Opinion: One Thing We All Agree On

A mother grocery shops with her child in San Francisco, pre-pandemic. Photo by Kirkikis/iStock.
A mother grocery shops with her child in San Francisco, pre-pandemic. Photo by Kirkikis/iStock.

If there is one issue most Americans would agree on right now, it’s that we should protect our youngest children from hunger during the Covid-19 crisis. And yet the pandemic-related closure of child care facilities in California and across the country means hundreds of thousands of infants and young children may not be getting the free meals they regularly depend on.

Meals are an important, but often unrecognized, component of child care. Similar to school meals, child care meals help provide our youngest students with nutrients to ensure their healthy growth and development. Not all child care providers offer meals, but many participate in the federal government’s Child and Adult Care Food Program (CACFP). The program provides federal funding for serving healthy meals, including infant formula and baby food, for free or at a reduced-price to about 200,000 children in California alone.

When child care providers had to make the difficult decision to close to limit the spread of coronavirus, it meant facing another difficult choice: whether to continue to feed the children in their care. Federal policymakers have taken a number of actions to strengthen the nutrition safety net for young children and students during the pandemic, but some of the solutions won’t reach our youngest learners. One good thing the federal government did was provide new flexibility for many child care providers so they could use their CACFP funding to provide “grab-and-go” meals to children. 

The positive impact of this decision is clear if you visit one of the 50-plus Bay Area child care centers operated by Kidango, an early learning nonprofit. After Kidango had to close its centers in March, it faced a difficult and urgent question: how to continue to support more than 4,000 families with young children, many of whom were struggling because of the economic impacts of the pandemic. Kidango took quick action to provide grab-and-go meals and other essentials like diapers and baby formula to families in need. 

As the organization continues to respond to a surge of community need, thank you notes from parents reveal how critical the grab-and-go meals are for families. “Being a single mother with my hours cut has been tough. There were times where my son was very hungry and the food supplied here helped so much,” one mother wrote.

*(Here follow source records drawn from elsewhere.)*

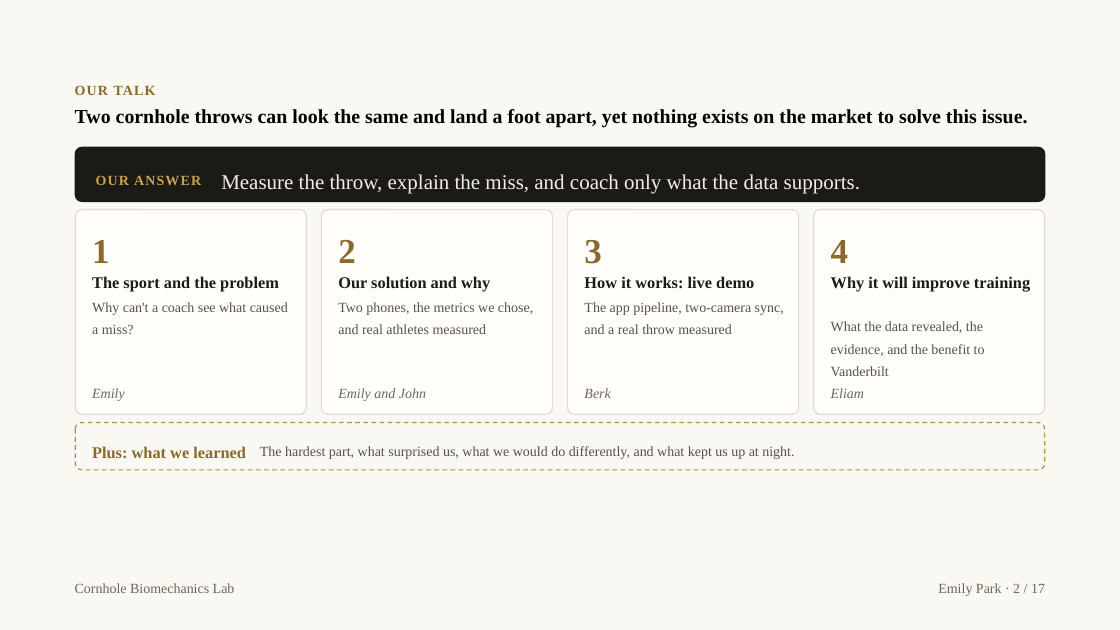
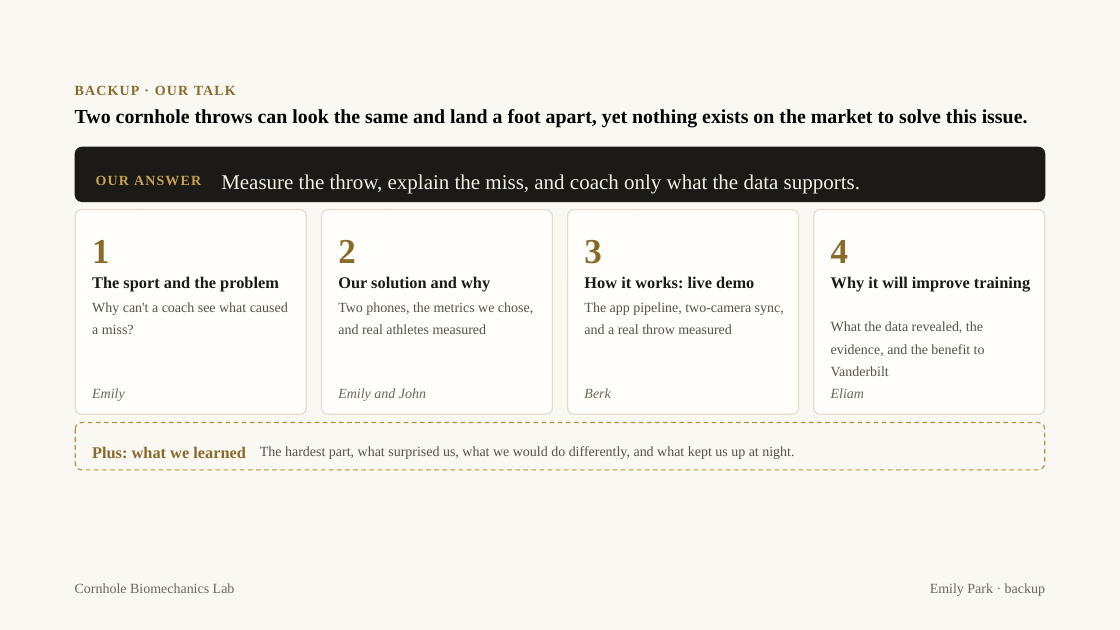
Before and after one commit to Berkonas/CornHoleBiomech, a slide deck: slide 13 of docs/presentation/Cornhole Biomechanics Lab - Final.pptx (slide 2 before the commit). Drawn at 1120x630 pixels with LibreOffice and Linux fonts; fonts in the diff are those of the drawing. Boxes give left, top, right and bottom in pixels: in the first picture for what was removed or moved away, otherwise in the second. Text is boxed around its words. In the diff, an @@ line names an element or a change of style, - is before the commit and + after.

```diff
--- a/docs/presentation/Cornhole Biomechanics Lab - Final.pptx
+++ b/docs/presentation/Cornhole Biomechanics Lab - Final.pptx
@@ text at (75, 85, 236, 95): text changed @@
-OUR TALK
+BACKUP · OUR TALK
@@ text at (930, 583, 1045, 596): text changed @@
-Emily Park · 2 / 17
+Emily Park · backup
```
Also in this commit, not shown: 15 other slides changed, 3 slides added, 14 other files.

Kidango and other providers across the country are scrambling to help families and young children at this uncertain time. Kidango also transformed its services to reopen seven centers to provide emergency child care for essential workers. Through “virtual home visits,” Kidango staff check in weekly with families about their needs and challenges during the pandemic, while connecting them to available resources. And now Kidango has reopened all of its child care centers to families—but with smaller class sizes to reduce the risk of coronavirus spreading. 

But we can only do so much. As the Covid-19 crisis continues, and as we face the prospect of ongoing outbreaks, closures and wait lists into the fall, the federal government needs to take stronger action to ensure that our youngest children aren’t going hungry.

As part of the federal Families First Coronavirus Response Act enacted in March, Congress created the Pandemic-EBT program to help children who lost access to free or reduced-price school meals due to school closures. In recognition of that loss, the program provides food benefits for families to purchase groceries for their children. Unfortunately, many children who lost access to federally funded meals because of child care closures are not eligible for Pandemic EBT. As Congress attempts to reach a deal on a new coronavirus relief package, urgent action is needed to fix this obvious gap in safety-net support for children and families in this crisis. 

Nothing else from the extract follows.